Kakatiya Dynasty ruled over a large part of the Telengana region (northern Andhra Pradesh) during the 12th century. The name Kakatiya was derived from the dynasty's family deity, Goddess Kakati or Durga. Initially, their capital was Hanumankonda or Hanamakonda and was later shifted to Warangal.

The most prominent ruler of the Kakatiya Dynasty was Raja Ganapati Deva who expanded the kingdom from the Bay of Bengal coast in the east to the Kanchipuram in the south. Rudramba, the daughter of Ganapati Deva, ascended the throne in 1262. She was succeeded by her grandson Prataparudra in 1295 and he ruled till 1323. During his reign, the territory faced large scale Muslim invasion and the Kakatiya rule came to an end with the death of Prataparudra.
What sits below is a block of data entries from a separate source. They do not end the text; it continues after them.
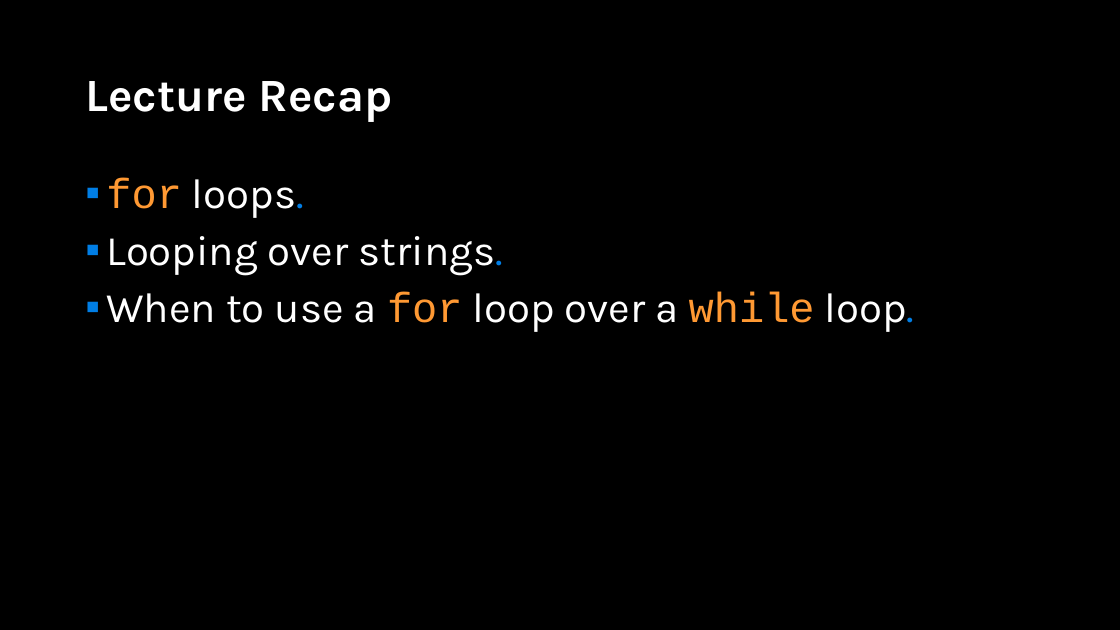
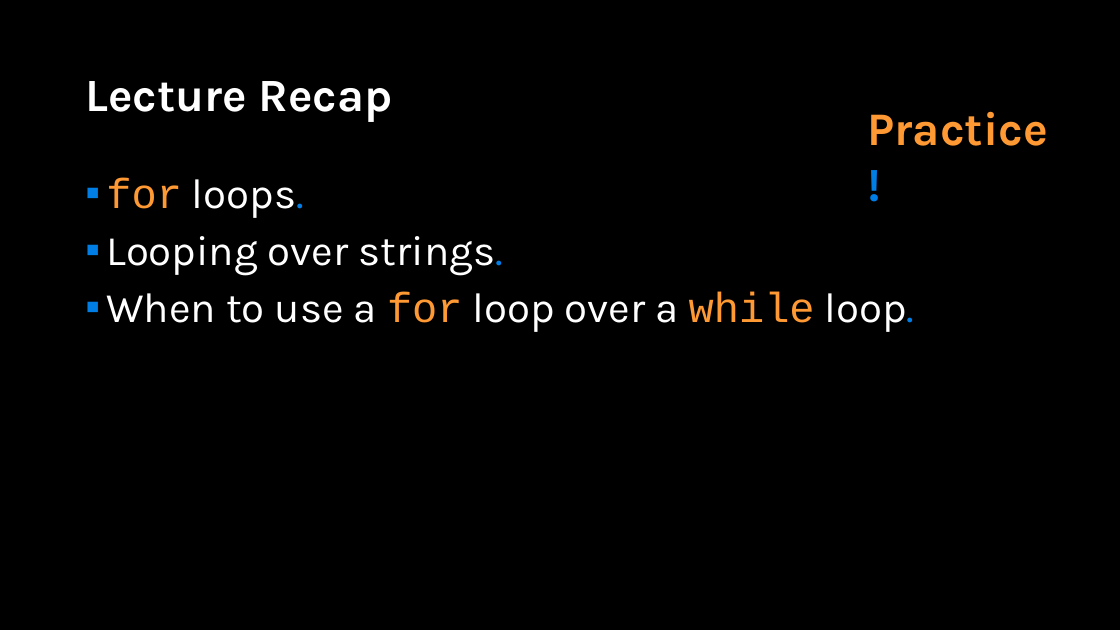
Before and after one commit to APS106/APS106-winter-2022-material, a slide deck: slide 29 of lectures/week6/lecture1/slides/week6_lecture1.pptx (slide 22 before the commit). Drawn at 1120x630 pixels with LibreOffice and Linux fonts; fonts in the diff are those of the drawing; background and template pictures are left out. Boxes give left, top, right and bottom in pixels: in the first picture for what was removed or moved away, otherwise in the second. Text is boxed around its words. In the diff, an @@ line names an element or a change of style, - is before the commit and + after.

```diff
--- a/lectures/week6/lecture1/slides/week6_lecture1.pptx
+++ b/lectures/week6/lecture1/slides/week6_lecture1.pptx
@@ text added at bbox=[868, 111, 1048, 146], 40 pt, text #FF9933, bold @@
+Practice!
```
Also in this commit, not shown: 2 other slides changed, 7 slides added, 2 other files.

Kakatiya kings were great patrons of art and architecture. During their reign, the Chalukyan style of temple architecture prospered greatly. The Kakatiya period is often referred to as the brightest period in the history of the Telugu people. The Kakatiya temples reflect a combination North Indian and South Indian architectural styles. The thousand-pillared temple at Warangal is a fine specimen of the architectural skills of the Kakatiyas. The Ramappa and Pakhal lakes were built during the rule of the Kakatiyas.